## Task instructions
An exact reproduction of the lines from the one with "Vector2( 0, -45 )" to the end of the data below is required. No other lines may be included.

(Dataset records)
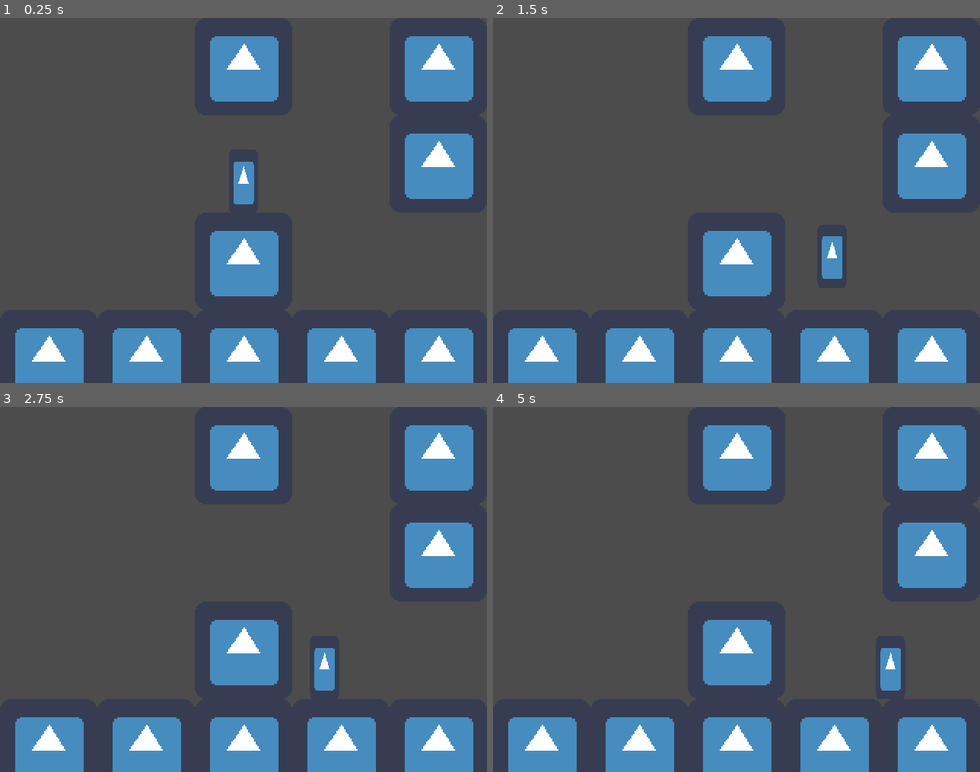
Above: before the commit, frames 1-4 (two rows, left to right).
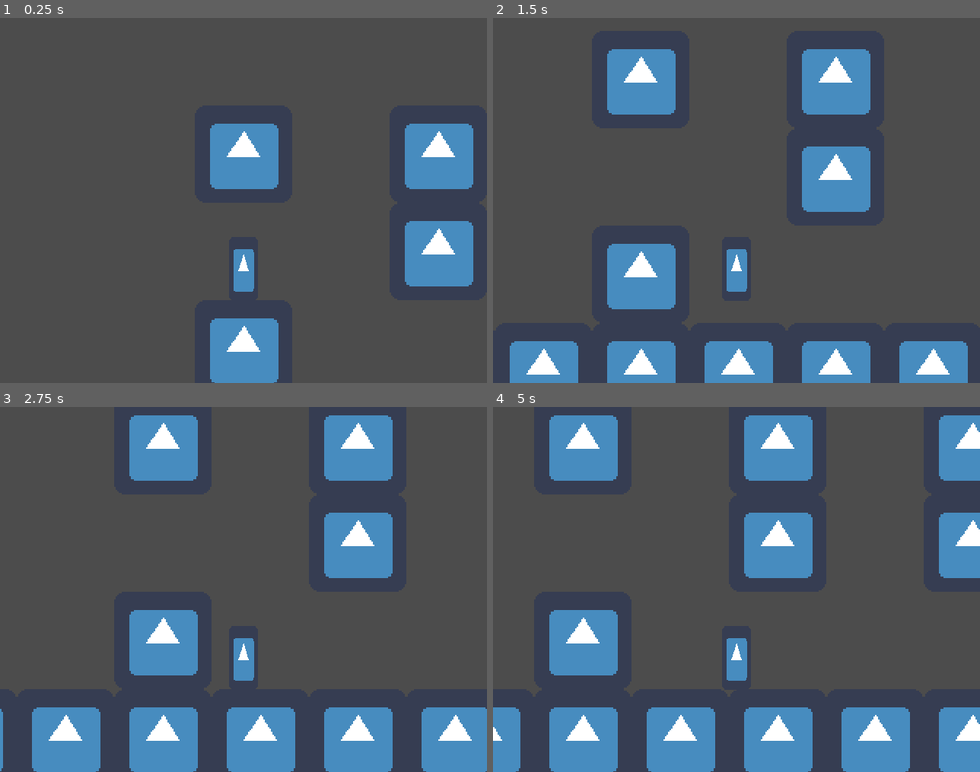
Above: after the commit, the same moments.

Repository: flyJV/MakeshiftMonikerGameProject1
Game: Godot game, scene res://GameScenes/GameCore.tscn
Same seed, same stepped clock (60 frames per second), same inputs: the game is played once before the commit and once after it. The engine's default icon, where the game draws it, is replaced by a stand-in: a white triangle on a blue panel in a dark square.
Inputs:
- Up to frame 1 (0.25 s): no input
- Up to frame 2 (1.5 s): tap Enter at 0.5 s; hold D (action_right) from 0.53 s (still down); tap W (action_up) at 0.77 s
- Up to frame 3 (2.75 s): tap W (action_up) at 1.52 s; release D (action_right) at 2.03 s; hold A (action_left) from 2.03 s (still down)
- Up to frame 4 (5 s): release A (action_left) at 2.78 s; hold D (action_right) 2.78-4.28 s; tap W (action_up) at 3.02, 3.77, 4.52 s; hold A (action_left) from 4.28 s (still down)

The runs differ from the first frame. In frame 1, 22% of the frame differs, in the area x 3-98%, y 5-100%; in frame 2, 25%; in frame 3, 29%; in frame 4, 30%, in the area x 0-100%, y 2-100%.

Commit message:
Added Camera

Diff:
--- a/GameScenes/GameCore.tscn
+++ b/GameScenes/GameCore.tscn
@@ -16,3 +16,7 @@
 
 [node name="Player" parent="." instance=ExtResource( 2 )]
 position = Vector2( 160, 90 )
+
+[node name="Camera2D" type="Camera2D" parent="Player"]
+position = Vector2( 0, -45 )
+current = true
--- a/project.godot
+++ b/project.godot
@@ -18,8 +18,8 @@
 
 window/size/width=320
 window/size/height=240
-window/size/test_width=1280
-window/size/test_height=960
+window/size/test_width=640
+window/size/test_height=480
 window/stretch/mode="2d"
 window/stretch/aspect="keep_width"

## Solution to the exercise
+position = Vector2( 0, -45 )
+current = true
--- a/project.godot
+++ b/project.godot
@@ -18,8 +18,8 @@
 
 window/size/width=320
 window/size/height=240
-window/size/test_width=1280
-window/size/test_height=960
+window/size/test_width=640
+window/size/test_height=480
 window/stretch/mode="2d"
 window/stretch/aspect="keep_width"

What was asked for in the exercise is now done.